Incident report - April 16th

On April 16th, at 3:20 PM, Fermion's backend performance was heavily degraded for about 35 minutes. This impacted all customers using Fermion and made many services unavailable, including the Fermion API.

As an LMS provider and infrastructure for various layers, we take uptime as a core metric and this incident is something we're very sorry for. We are taking important measures to make sure the incident does not happen again.

Background

One of our customers we recently onboarded organized a 5000 student contest on Fermion. The contest consisted of coding lab questions and MCQs. 5000 users is not a huge scale, and we handle this scale often on a daily basis.

The contest was scheduled for the same time today. However, something happened in the contest that severely impacted our backend performance and brought down our core infrastructure.

What went wrong

Fermion's backend infrastructure roughly is as follows: Our internet traffic is received by a load balancer, that forwards the traffic to one of many Node.js processes connected with our production database using pgbouncer.

The setup is tested to handle more than 5000 RPS, and is fault tolerant to single host failure. Our peak requests currently is usually about 1000 RPS.

The customer who was running a contest with 5000 students caused the backend to go down, but not because of API requests. Quizzes in MCQs in a contest in Fermion use legacy software (from Codedamn) from a few years back.

The logic for the software works as follows:

Store the instructions, title, and options in markdown format.
When the client requests the quiz, convert the markdown into HTML on server-side. We used to do this for SEO reasons on Codedamn, and brought this code inside Fermion when building it last year.
Once the markdown to HTML conversion is done, we hash the markdown value (MD5 it) and store the generated HTML in a cache. This is done to prevent recomputing the same markdown again and again. To add on to it, the hash is not just of the markdown value, but some metadata about the markdown source as well.

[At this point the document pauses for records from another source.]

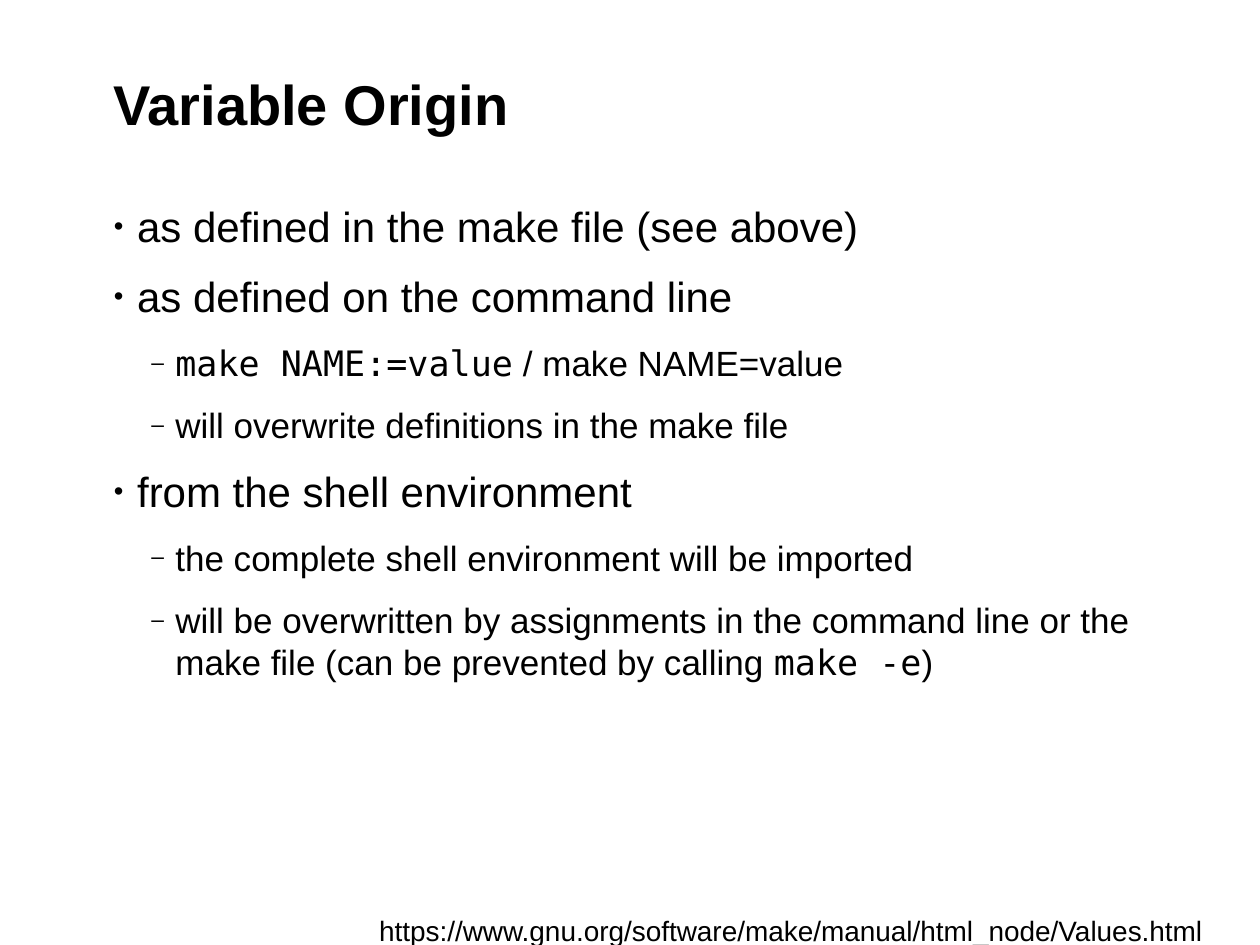
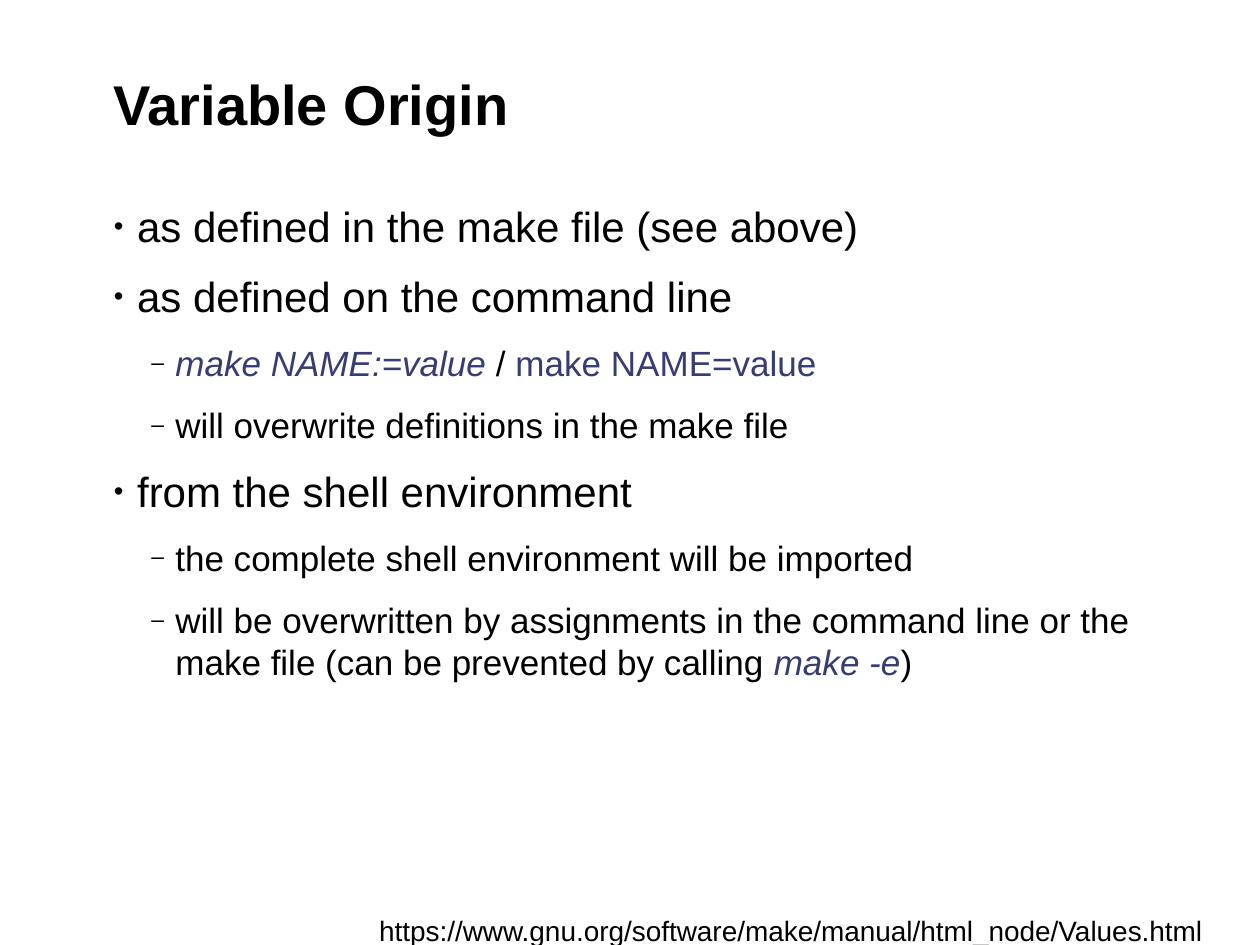
Before and after one commit to fsundermeyer/GNU_make_workshop, a slide deck: slide 16 of GNU_make_03_2015.odp (slide 15 before the commit). Drawn at 1260x945 pixels with LibreOffice and Linux fonts; fonts in the diff are those of the drawing; background and template pictures are left out. Boxes give left, top, right and bottom in pixels: in the first picture for what was removed or moved away, otherwise in the second. Text is boxed around its words. In the diff, an @@ line names an element or a change of style, - is before the commit and + after.

Commit message:
Part 4 of the GNU Make Workshop
Multi-line Variables and Conditionals. The example makefile lets the user
select whether to generate mp3 or ogg and whether to do album or track
gain. The cover is copied if it already exists in the flac directory,
otherwise it is fetched.

```diff
--- a/GNU_make_03_2015.odp
+++ b/GNU_make_03_2015.odp
@@ text at (175,350,1129,682): font DejaVu Sans Mono to Arial, italic on in "make NAME:=value", "make -e)"; text colour #000000 to #363C74 in "make NAME:=value make NAME=value", "make -e)" @@
```
Also in this commit, not shown: 24 other slides changed, 10 slides added, 1 other file.

In Fermion, a single quiz can have multiple questions. Also, you can have multiple quizzes in a single contest.

The customer who was running a contest created multiple quizzes with about 1000 questions in each quiz. Fermion allows limiting questions and randomizing questions to users, so even if you upload 1000 questions you can limit it to only 100 questions but fully randomized (stable randomizer with a seed) for every user.



Now when the attempt started, 5000 people started their first question. Here is a list of events in order:

On the user side, we eagerly fetch all questions in a single quiz. Our existing clients always have setup about 10 questions in length (we checked it).
Questions were randomized, so no one was getting same set of 100 questions since out of 1000 questions if you have to create 100 question sets, the count of such sets is extremely large.
Node.js is not good for CPU bound tasks. Converting markdown to HTML is a two step process for us. Firstly we convert it to pure HTML, and then we run a DOMParser on top of it to sanitize any malicious input. This whole process can take anywhere between 0.5-5ms depending on content size and complexity of markdown.
Furthermore, our caching policy of markdown to HTML included metadata about the contest question set itself that made it impossible to get a cache hit on previously converted markdown.
This is where the problem happened. 5000 users are requesting about 100 questions, fully random, that are CPU blocking Node.js on server side rendering the markdown to HTML part, uncached.
Since the load balancer distributes the requests evenly, it started choking every single Node.js process we had running on this markdown to HTML conversion.

Furthermore, once the CPU got blocked for a long time, Node.js accepted new HTTP requests but did not respond them back, hanging all subsequent requests directed by load balancer to this specific process.



Incident timeline

All timestamps are in IST on April 16th, 2025.

3:20PM - We started receiving health check alerts that 50%+ of node processes are non-responsive.
3:30PM - Initial diagnosis was completed, and we figured out CPU block was the root cause. It took another 5 minutes to find the exact place where it was happening (inside the quiz markdown to HTML code).
3:40PM - a hotfix was deployed on our CI to bypass the conversion from markdown to HTML and just return markdown directly to client. This had the drawback that customers will see markdown as raw HTML (i.e. hashtags instead of real headings), but a favorable compromise for the moment.
3:50PM - fix was deployed successfully and systems started to show recovery.
3:55PM - all systems were fully up again.

Follow up steps

We take these incidents very seriously, and deeply apologize for the magnitude of impact and distress this caused to customers using Fermion. Here is what we're doing either immediately or soon in future:

Minimizing CPU blocking code impact from consumer-facing backend APIs: The CPU block of markdown to HTML on a bulk question set (100+) in one go was a massive oversight from our side and it should not have happened. We're turning our backend upside down to make sure we do not have such point of failures anywhere else in the codebase.
Building isolated backend processes dedicated to DSA execution and other critical infrastructure. Fermion offers an API for DSA coding lab execution, and although unrelated, this service also went down because the shared Node.js backend process was busy converting markdown to HTML.



Conclusion

The conditions necessary to cause this bug in the backen service are no longer possible in our production environment. We are deeply sorry for any disruption this caused our customers and to end users trying to access services.